These past two weeks, I’ve worked on getting I2C working between the Pi and two Arduinos. I’ve also started to look into raw C programming for AVR controllers (the Arduino Uno is based around an ATMega328p) to avoid the fairly bloated Arduino library.
AVR-C
For our application (balloon flight computer, powered by a battery), we want to use as little power as possible: less power means a smaller battery, which in turns means a lighter payload, a smaller balloon and higher altitudes.
The Arduino library is very good for quick prototyping because it abstracts away a lot of the low-level work required to code a controller in pure C, but it comes at a cost.
:::c
// Setting pin 13 HIGH with Arduino
#define PIN 13
digitalWrite(PIN, HIGH);
Setting an output high or low takes about 50 processor cycles, because the function needs to look up a table to find the port that pin 13 is mapped to.
:::c
// Setting pin 13 HIGH in pure C
// Pin 13 is bit 5, on port B
#define PIN 5
PORTB |= (1 << PIN);
In pure C, you can’t work with just a pin number: the 13 digital pins are spread on two 8-bit ports, one bit on each port representing the output state of one pin. On the other hand, changing a pin’s state only takes two cycles.
It may seem like nothing, but having code execute faster also means we could use a slower controller, which will use less power. I’ve started building myself a small library to cover the basic functions — LCD screen and UART/Serial at the moment.
I2C bus
The big advantage of I2C over the serial bus I was experimenting with during week 1 is that it only requires two lines: SCL (clock line) and SDA (data line). Every device is connected to the same bus, and addressing is done through the data line rather than through individual Device Select lines.
This time I went wth a python script on the Pi’s side because I wanted to try something quickly.
:::python
#! /usr/bin/env python
import smbus
import time
bus = smbus.SMBus(1)
def writeNumber(address, value):
"""writes an 8-bit number on the I2C bus"""
bus.write_byte(address, value)
def readNumber(address):
"""reads an 8-bit number from the I2C bus"""
num = bus.read_byte(address)
return num
def main():
while True:
# Ask for an address and data to send, send it
# to the Arduino.
add = input('target: ')
var = input(' data: ')
writeNumber(add, var)
print('rpi->arduino(0x%02x): %d' % (add, var))
# Wait 1 second for the arduino to process the data.
time.sleep(1)
# Read the number from the same arduino.
number = readNumber(add)
print('rpi<-arduino(0x%02x): %d' % (add, number))

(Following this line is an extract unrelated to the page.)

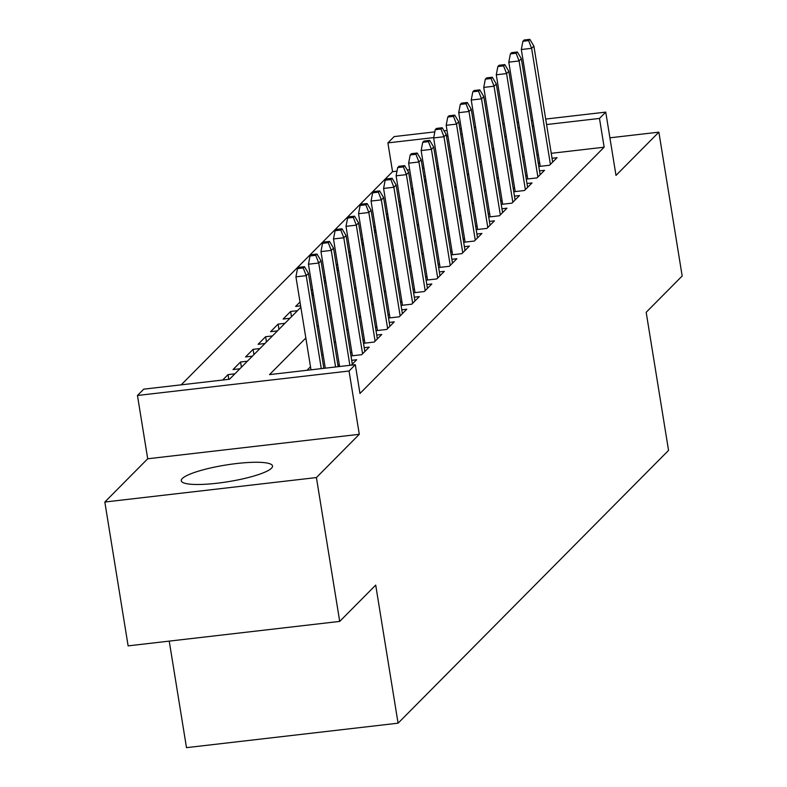 <?xml version="1.0" encoding="UTF-8"?>
<svg xmlns="http://www.w3.org/2000/svg" width="787" height="787" viewBox="0 0 787 787"><rect width="100%" height="100%" fill="white"/><g stroke="black" fill="none" stroke-linecap="round" stroke-linejoin="round"><path stroke-width="1.18" d="M182.289 478.535A46.236 8.411 -9.2 0 0 181.256 480.768A46.236 8.411 -9.2 0 0 222.652 482.52A46.236 8.411 -9.2 0 0 271.495 468.216A46.236 8.411 -9.2 0 0 272.538 465.983A46.236 8.411 -9.2 0 0 231.142 464.232A46.236 8.411 -9.2 0 0 182.289 478.535M396.992 171.153L392.556 171.664L387.893 142.89L394.149 136.584L434.827 131.882M169.235 641.11L186.489 747.65L398.074 723.184L668.547 450.4L646.176 312.311L682.172 276.001L658.876 132.157L609.905 137.814M398.074 723.184L375.704 585.095L339.709 621.405L128.124 645.871L104.828 502.027L316.413 477.561L359.295 434.306L349.044 371.011L137.459 395.477L143.716 389.162L229.499 379.245L300.86 307.274M359.295 434.306L147.71 458.772L104.828 502.027M147.71 458.772L137.459 395.477M392.556 171.664L181.197 384.833M339.709 621.405L316.413 477.561M538.81 166.49L549.533 165.25L557.048 157.675L552.041 158.256M526.287 179.121L537.009 177.882L544.525 170.307L539.518 170.887M513.763 191.753L524.486 190.513L532.002 182.938L526.995 183.519M501.24 204.384L511.963 203.144L519.479 195.57L514.472 196.14M488.717 217.015L499.45 215.776L506.956 208.191L501.958 208.771M476.204 229.637L486.927 228.397L494.433 220.822L489.435 221.403M463.681 242.268L474.404 241.029L481.919 233.454L476.912 234.034M451.158 254.899L461.88 253.66L469.396 246.085L464.389 246.656M438.634 267.531L449.357 266.291L456.873 258.707L451.866 259.287M426.111 280.152L436.834 278.913L444.35 271.338L439.343 271.918M413.588 292.784L424.311 291.544L431.827 283.969L426.82 284.55M401.065 305.415L411.798 304.175L419.304 296.601L414.306 297.181M388.552 318.046L399.275 316.807L406.781 309.222L401.783 309.803M376.029 330.678L386.751 329.438L394.267 321.853L389.26 322.434M363.505 343.299L374.228 342.06L381.744 334.485L376.737 335.065M350.982 355.931L361.705 354.691L369.221 347.116L364.214 347.697M351.327 365.158L356.698 359.748L351.691 360.318M228.791 379.324L228.033 374.622L222.662 380.032M241.402 367.234L240.556 361.99L233.041 369.565L239.878 368.778M253.926 354.612L253.07 349.359L245.564 356.934L252.401 356.147M266.449 341.981L265.593 336.728L258.087 344.312L264.924 343.516M278.972 329.35L278.116 324.106L270.6 331.681L277.447 330.884M291.485 316.718L290.639 311.475L283.123 319.05L289.96 318.263M300.004 302.021L295.646 306.418L300.624 305.848M312.528 289.39L311.278 290.659M325.051 276.768L323.801 278.027M337.574 264.137L336.324 265.396M350.097 251.506L348.838 252.775M362.62 238.874L361.361 240.143M375.143 226.253L373.884 227.512M387.657 213.621L386.407 214.881M400.18 200.99L398.93 202.259M412.703 188.359L411.453 189.628M438.28 166.372L436.844 166.539M423.977 168.034L422.55 168.192M409.683 169.687L407.233 169.962M234.87 373.825L228.033 374.622M247.393 361.203L240.556 361.99M259.917 348.572L253.07 349.359M272.43 335.941L265.593 336.728M284.953 323.309L278.116 324.106M297.476 310.678L290.639 311.475M313.147 293.217L311.721 293.384M325.67 280.585L324.244 280.752M338.194 267.954L336.757 268.121M350.717 255.332L349.28 255.49M363.24 242.701L361.804 242.868M375.753 230.07L374.327 230.237M388.276 217.438L386.85 217.605M400.799 204.817L399.373 204.974M413.323 192.185L411.886 192.353M425.846 179.554L424.409 179.721M425.226 175.727L423.967 176.996M305.838 337.997L269.528 374.612L355.311 364.696L359.964 393.47L604.141 147.199L551.244 153.317M538.377 154.803L536.941 154.97M524.073 156.456L522.647 156.623M510.842 164.699L509.592 165.968M498.319 177.331L497.069 178.6M485.795 189.962L484.546 191.221M473.272 202.593L472.023 203.853M460.759 215.215L459.5 216.484M448.236 227.846L446.977 229.115M435.713 240.478L434.454 241.737M423.19 253.109L421.94 254.368M410.666 265.731L409.417 267M398.143 278.362L396.894 279.631M385.63 290.993L384.371 292.262M373.107 303.625L371.848 304.884M360.584 316.246L359.325 317.515M348.061 328.877L346.801 330.147M335.537 341.509L334.288 342.778M323.014 354.14L321.765 355.399M310.491 366.772L307.009 370.284M339.276 364.558L338.017 365.817M351.789 351.927L350.54 353.186M364.312 339.295L363.063 340.564M376.835 326.664L375.586 327.933M389.358 314.033L388.099 315.302M401.882 301.411L400.622 302.67M414.405 288.78L413.145 290.039M426.918 276.148L425.669 277.418M439.441 263.517L438.192 264.786M451.964 250.896L450.715 252.155M464.487 238.264L463.238 239.523M477.011 225.633L475.751 226.902M489.534 213.002L488.274 214.271M502.057 200.38L500.798 201.639M514.57 187.749L513.321 189.008M527.093 175.117L525.844 176.386M539.616 162.486L538.367 163.755M545.696 119.063L605.744 112.118L615.995 175.412L658.876 132.157M605.744 112.118L599.478 118.434L546.581 124.553M604.141 147.199L599.478 118.434M355.311 364.696L349.044 371.011M444.035 130.809L447.026 130.465M459.893 128.979L461.33 128.812M474.197 127.327L475.623 127.16M488.491 125.674L489.927 125.507M502.795 124.021L504.231 123.854M517.089 122.369L518.525 122.201M531.392 120.716L532.829 120.549M462.215 134.302L460.788 134.469M447.921 135.954L446.485 136.121M433.735 137.597L387.893 142.89M312.124 295.912L313.383 294.643M324.647 283.281L325.907 282.012M337.17 270.649L338.42 269.38M349.694 258.018L350.943 256.759M362.217 245.387L363.466 244.127M374.74 232.765L375.989 231.496M387.253 220.134L388.512 218.865M399.776 207.502L401.036 206.243M412.299 194.871L413.559 193.612M424.823 182.25L426.072 180.98M437.346 169.618L438.595 168.349M449.869 156.987L451.118 155.718M462.382 144.355L463.641 143.096M506.179 135.935L504.929 137.194M493.665 148.566L492.406 149.825M481.142 161.187L479.883 162.456M468.619 173.819L467.36 175.088M456.096 186.45L454.837 187.709M443.573 199.081L442.324 200.341M431.05 211.703L429.8 212.972M418.527 224.334L417.277 225.603M406.013 236.966L404.754 238.235M393.49 249.597L392.231 250.856M380.967 262.228L379.708 263.488M368.444 274.85L367.195 276.119M355.921 287.481L354.671 288.75M343.398 300.113L342.148 301.372M330.874 312.744L329.625 314.003M318.361 325.365L317.102 326.635M533.714 126.038L532.278 126.205M519.41 127.691L517.984 127.858M303.231 267.934L304.48 266.675L298.765 267.334L297.506 268.593L303.231 267.934L306.222 275.657L308.474 273.384L323.86 368.336M321.283 368.631L306.222 275.657L295.932 276.847L310.993 369.821M297.506 268.593L295.932 276.847M308.474 273.384L304.48 266.675M315.744 255.313L317.004 254.044L311.278 254.703L310.029 255.972L315.744 255.313L318.745 263.025L320.998 260.753L338.154 366.683M335.587 366.978L318.745 263.025L308.455 264.216L325.287 368.168M310.029 255.972L308.455 264.216M320.998 260.753L317.004 254.044M328.268 242.681L329.527 241.412L323.801 242.081L322.552 243.34L328.268 242.681L331.268 250.404L333.521 248.121L352.32 364.165M349.881 365.325L331.268 250.404L320.978 251.594L339.591 366.516M322.552 243.34L320.978 251.594M333.521 248.121L329.527 241.412M340.791 230.05L342.04 228.791L336.324 229.45L335.075 230.709L340.791 230.05L343.791 237.772L346.044 235.5L364.834 351.533M362.581 353.806L343.791 237.772L333.501 238.963L352.419 355.763M335.075 230.709L333.501 238.963M346.044 235.5L342.04 228.791M353.314 217.419L354.563 216.159L348.848 216.819L347.598 218.078L353.314 217.419L356.314 225.141L358.567 222.869L377.357 338.902M375.104 341.174L356.314 225.141L346.014 226.331L364.932 343.132M347.598 218.078L346.014 226.331M358.567 222.869L354.563 216.159M365.837 204.787L367.086 203.528L361.371 204.187L360.121 205.456L365.837 204.787L368.837 212.51L371.09 210.237L389.88 326.28M387.627 328.553L368.837 212.51L358.538 213.7L377.455 330.51M360.121 205.456L358.538 213.7M371.09 210.237L367.086 203.528M378.36 192.166L379.609 190.897L373.894 191.556L372.635 192.825L378.36 192.166L381.351 199.878L383.613 197.606L402.403 313.649M400.15 315.921L381.351 199.878L371.061 201.069L389.978 317.879M372.635 192.825L371.061 201.069M383.613 197.606L379.609 190.897M390.883 179.534L392.133 178.265L386.407 178.934L385.158 180.193L390.883 179.534L393.874 187.257L396.127 184.984L414.926 301.018M412.673 303.29L393.874 187.257L383.584 188.447L402.501 305.248M385.158 180.193L383.584 188.447M396.127 184.984L392.133 178.265M403.397 166.903L404.656 165.644L398.93 166.303L397.681 167.562L403.397 166.903L406.397 174.625L408.65 172.353L427.449 288.386M425.196 290.659L406.397 174.625L396.107 175.816L415.024 292.616M397.681 167.562L396.107 175.816M408.65 172.353L404.656 165.644M415.92 154.272L417.179 153.012L411.453 153.672L410.204 154.941L415.92 154.272L418.92 161.994L421.173 159.722L439.972 275.755M437.71 278.037L418.92 161.994L408.63 163.184L427.548 279.995M410.204 154.941L408.63 163.184M421.173 159.722L417.179 153.012M428.443 141.65L429.692 140.381L423.977 141.04L422.727 142.309L428.443 141.65L431.443 149.363L433.696 147.09L452.486 263.133M450.233 265.406L431.443 149.363L421.143 150.553L440.071 267.364M422.727 142.309L421.143 150.553M433.696 147.09L429.692 140.381M440.966 129.019L442.215 127.75L436.5 128.419L435.25 129.678L440.966 129.019L443.966 136.741L446.219 134.469L465.009 250.502M462.756 252.775L443.966 136.741L433.667 137.932L452.584 254.732M435.25 129.678L433.667 137.932M446.219 134.469L442.215 127.75M453.489 116.387L454.738 115.128L449.023 115.787L447.764 117.047L453.489 116.387L456.49 124.11L458.742 121.837L477.532 237.871M475.279 240.143L456.49 124.11L446.19 125.3L465.107 242.101M447.764 117.047L446.19 125.3M458.742 121.837L454.738 115.128M466.012 103.756L467.262 102.497L461.546 103.156L460.287 104.415L466.012 103.756L469.003 111.479L471.256 109.206L490.055 225.239M487.802 227.512L469.003 111.479L458.713 112.669L477.63 229.479M460.287 104.415L458.713 112.669M471.256 109.206L467.262 102.497M478.526 91.125L479.785 89.866L474.059 90.525L472.81 91.794L478.526 91.125L481.526 98.847L483.779 96.575L502.578 212.618M500.325 214.89L481.526 98.847L471.236 100.038L490.153 216.848M472.81 91.794L471.236 100.038M483.779 96.575L479.785 89.866M491.049 78.503L492.308 77.234L486.582 77.903L485.333 79.162L491.049 78.503L494.049 86.226L496.302 83.943L515.101 199.987M512.849 202.259L494.049 86.226L483.759 87.406L502.677 204.217M485.333 79.162L483.759 87.406M496.302 83.943L492.308 77.234M503.572 65.872L504.821 64.613L499.106 65.272L497.856 66.531L503.572 65.872L506.572 73.594L508.825 71.322L527.615 187.355M525.362 189.628L506.572 73.594L496.282 74.785L515.2 191.585M497.856 66.531L496.282 74.785M508.825 71.322L504.821 64.613M516.095 53.241L517.344 51.981L511.629 52.64L510.379 53.9L516.095 53.241L519.095 60.963L521.348 58.691L540.138 174.724M537.885 176.996L519.095 60.963L508.796 62.153L527.723 178.954M510.379 53.9L508.796 62.153M521.348 58.691L517.344 51.981M528.618 40.609L529.867 39.35L524.152 40.009L522.902 41.278L528.618 40.609L531.619 48.332L533.871 46.059L552.661 162.092M550.408 164.375L531.619 48.332L521.319 49.522L540.236 166.332M522.902 41.278L521.319 49.522M533.871 46.059L529.867 39.35"/></g></svg>

if __name__ == '__main__':
try:
main()
except KeyboardInterrupt:
print('\r\nexiting...')
The programme is fairly straightforwards: it asks for an I2C address and a number, sends the number to the device at the address, and then reads an 8-bit number from that same address.
The code running on Arduino is the most basic: when a byte is received, it stores it in a global variable, and echoes it back on the bus when the bus master requests to read from the Arduino’s address.
:::cpp
#include <Wire.h>
#define SLAVE_ADDRESS 0x4
void setup() {
Wire.begin(SLAVE_ADDRESS);
// Setup the callbacks
Wire.onReceive(receiveData);
Wire.onRequest(sendData);
}
void loop() {
delay(100);
}
// callback for received data
void receiveData(int byteCount){
while(Wire.available()) {
number = Wire.read();
}
}
// callback for sending data
void sendData(){
Wire.write(number);
}
The system works pretty well, and also underlines the main feature/problem of I2C: it’s a Controller/Controlled system, where controlled devices cannot talk at all until requested to do so by the controller.
It’s good because it means payloads can’t pollute the Bus with data unless the flight computer has addressed them, but it also means the flight computer will need to poll each device regularly to find out whether they have data to send or not, instead of each payload sending a signal when data is available.